In Embodiments 1 to 3, since it is assumed that the ground base device 12 fails, even when the train 2 is to run, the train 2 can be operated by running to the next station and getting off the passengers at the station. The running section was limited. However, when a plurality of trains 2 exist between stations, the next train 2 cannot be made to arrive at the station unless the train 2 that arrives at the station first is started. It is necessary to start, that is, to run.

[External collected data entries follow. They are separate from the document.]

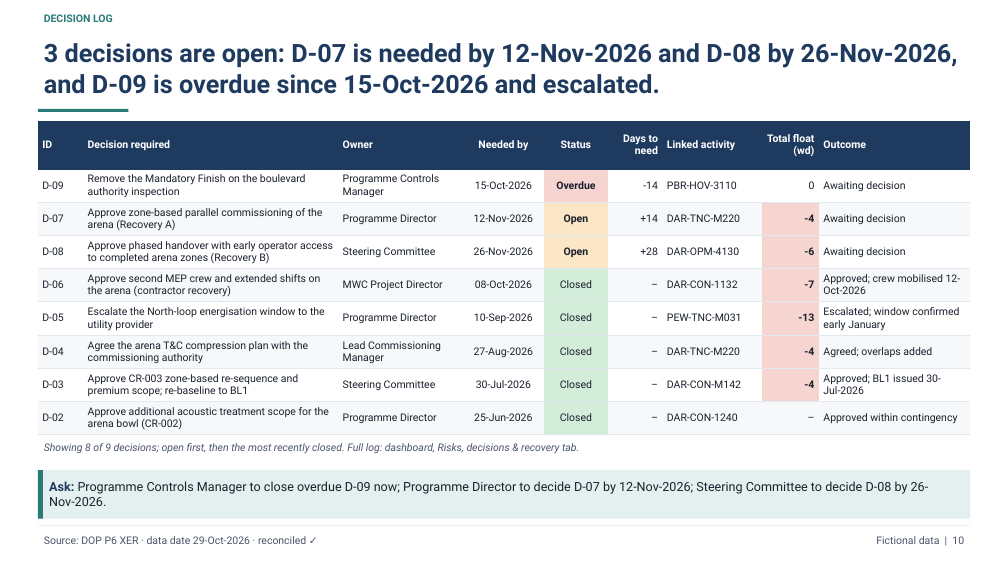
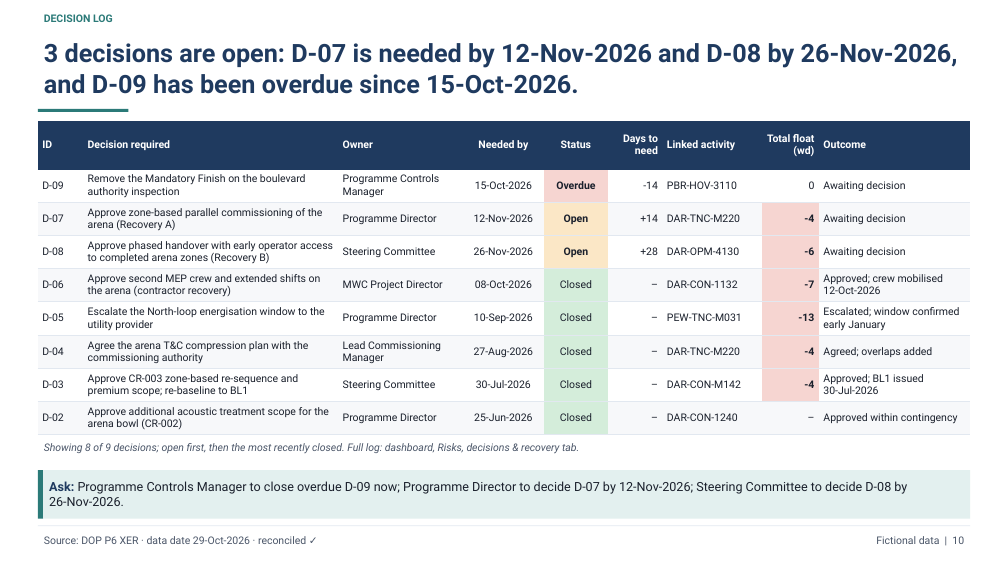
Before and after one commit to schedule-intelligence/destination-opening-programme, a slide deck: slide 10 of docs/downloads/DOP_monthly_pack_2026-10-29.pptx. Drawn at 1008x567 pixels with LibreOffice and Linux fonts; fonts in the diff are those of the drawing. Boxes give left, top, right and bottom in pixels: in the first picture for what was removed or moved away, otherwise in the second. Text is boxed around its words. In the diff, an @@ line names an element or a change of style, - is before the commit and + after.

```diff
--- a/docs/downloads/DOP_monthly_pack_2026-10-29.pptx
+++ b/docs/downloads/DOP_monthly_pack_2026-10-29.pptx
@@ text at [44, 43, 958, 94]: text changed @@
-3 decisions are open: D-07 is needed by 12-Nov-2026 and D-08 by 26-Nov-2026, and D-09 is overdue since 15-Oct-2026 and escalated.
+3 decisions are open: D‑07 is needed by 12‑Nov‑2026 and D‑08 by 26‑Nov‑2026, and D‑09 has been overdue since 15‑Oct‑2026.
@@ table at [38, 121, 970, 435] @@
-row 2: D-09 | Remove the Mandatory Finish on the boulevard authority inspection | Programme Controls Manager | 15-Oct-2026 | Overdue | -14 | PBR-HOV-3110 | 0 | Awaiting decision
+row 2: D‑09 | Remove the Mandatory Finish on the boulevard authority inspection | Programme Controls Manager | 15‑Oct‑2026 | Overdue | -14 | PBR‑HOV‑3110 | 0 | Awaiting decision
-row 3: D-07 | Approve zone-based parallel commissioning of the arena (Recovery A) | Programme Director | 12-Nov-2026 | Open | +14 | DAR-TNC-M220 | -4 | Awaiting decision
+row 3: D‑07 | Approve zone-based parallel commissioning of the arena (Recovery A) | Programme Director | 12‑Nov‑2026 | Open | +14 | DAR‑TNC‑M220 | -4 | Awaiting decision
-row 4: D-08 | Approve phased handover with early operator access to completed arena zones (Recovery B) | Steering Committee | 26-Nov-2026 | Open | +28 | DAR-OPM-4130 | -6 | Awaiting decision
+row 4: D‑08 | Approve phased handover with early operator access to completed arena zones (Recovery B) | Steering Committee | 26‑Nov‑2026 | Open | +28 | DAR‑OPM‑4130 | -6 | Awaiting decision
-row 5: D-06 | Approve second MEP crew and extended shifts on the arena (contractor recovery) | MWC Project Director | 08-Oct-2026 | Closed | – | DAR-CON-1132 | -7 | Approved; crew mobilised 12-Oct-2026
+row 5: D‑06 | Approve second MEP crew and extended shifts on the arena (contractor recovery) | MWC Project Director | 08‑Oct‑2026 | Closed | – | DAR‑CON‑1132 | -7 | Approved; crew mobilised 12‑Oct‑2026
-row 6: D-05 | Escalate the North-loop energisation window to the utility provider | Programme Director | 10-Sep-2026 | Closed | – | PEW-TNC-M031 | -13 | Escalated; window confirmed early January
+row 6: D‑05 | Escalate the North-loop energisation window to the utility provider | Programme Director | 10‑Sep‑2026 | Closed | – | PEW‑TNC‑M031 | -13 | Escalated; window confirmed early January
-row 7: D-04 | Agree the arena T&C compression plan with the commissioning authority | Lead Commissioning Manager | 27-Aug-2026 | Closed | – | DAR-TNC-M220 | -4 | Agreed; overlaps added
+row 7: D‑04 | Agree the arena T&C compression plan with the commissioning authority | Lead Commissioning Manager | 27‑Aug‑2026 | Closed | – | DAR‑TNC‑M220 | -4 | Agreed; overlaps added
-row 8: D-03 | Approve CR-003 zone-based re-sequence and premium scope; re-baseline to BL1 | Steering Committee | 30-Jul-2026 | Closed | – | DAR-CON-M142 | -4 | Approved; BL1 issued 30-Jul-2026
+row 8: D‑03 | Approve CR‑003 zone-based re-sequence and premium scope; re-baseline to BL1 | Steering Committee | 30‑Jul‑2026 | Closed | – | DAR‑CON‑M142 | -4 | Approved; BL1 issued 30‑Jul‑2026
-row 9: D-02 | Approve additional acoustic treatment scope for the arena bowl (CR-002) | Programme Director | 25-Jun-2026 | Closed | – | DAR-CON-1240 | – | Approved within contingency
+row 9: D‑02 | Approve additional acoustic treatment scope for the arena bowl (CR‑002) | Programme Director | 25‑Jun‑2026 | Closed | – | DAR‑CON‑1240 | – | Approved within contingency
@@ text in rectangle at [49, 481, 907, 506]: text changed @@
-Ask: Programme Controls Manager to close overdue D-09 now; Programme Director to decide D-07 by 12-Nov-2026; Steering Committee to decide D-08 by 26-Nov-2026.
+Ask: Programme Controls Manager to close overdue D‑09 now; Programme Director to decide D‑07 by 12‑Nov‑2026; Steering Committee to decide D‑08 by 26‑Nov‑2026.
```
Also in this commit, not shown: 14 other slides changed, 37 other files.

In such a case, whether or not the railroad crossing 3 near the station, through which the train 2 passes immediately after departing from the station, should be sounded depends on the operation status of the train 2 . In the fourth embodiment, a case will be described in which the railroad crossing control device 15a can select whether to continue or suppress the ringing of the railroad crossing 3. FIG. Although it can be applied to any of the first to third embodiments, the second embodiment will be described as an example.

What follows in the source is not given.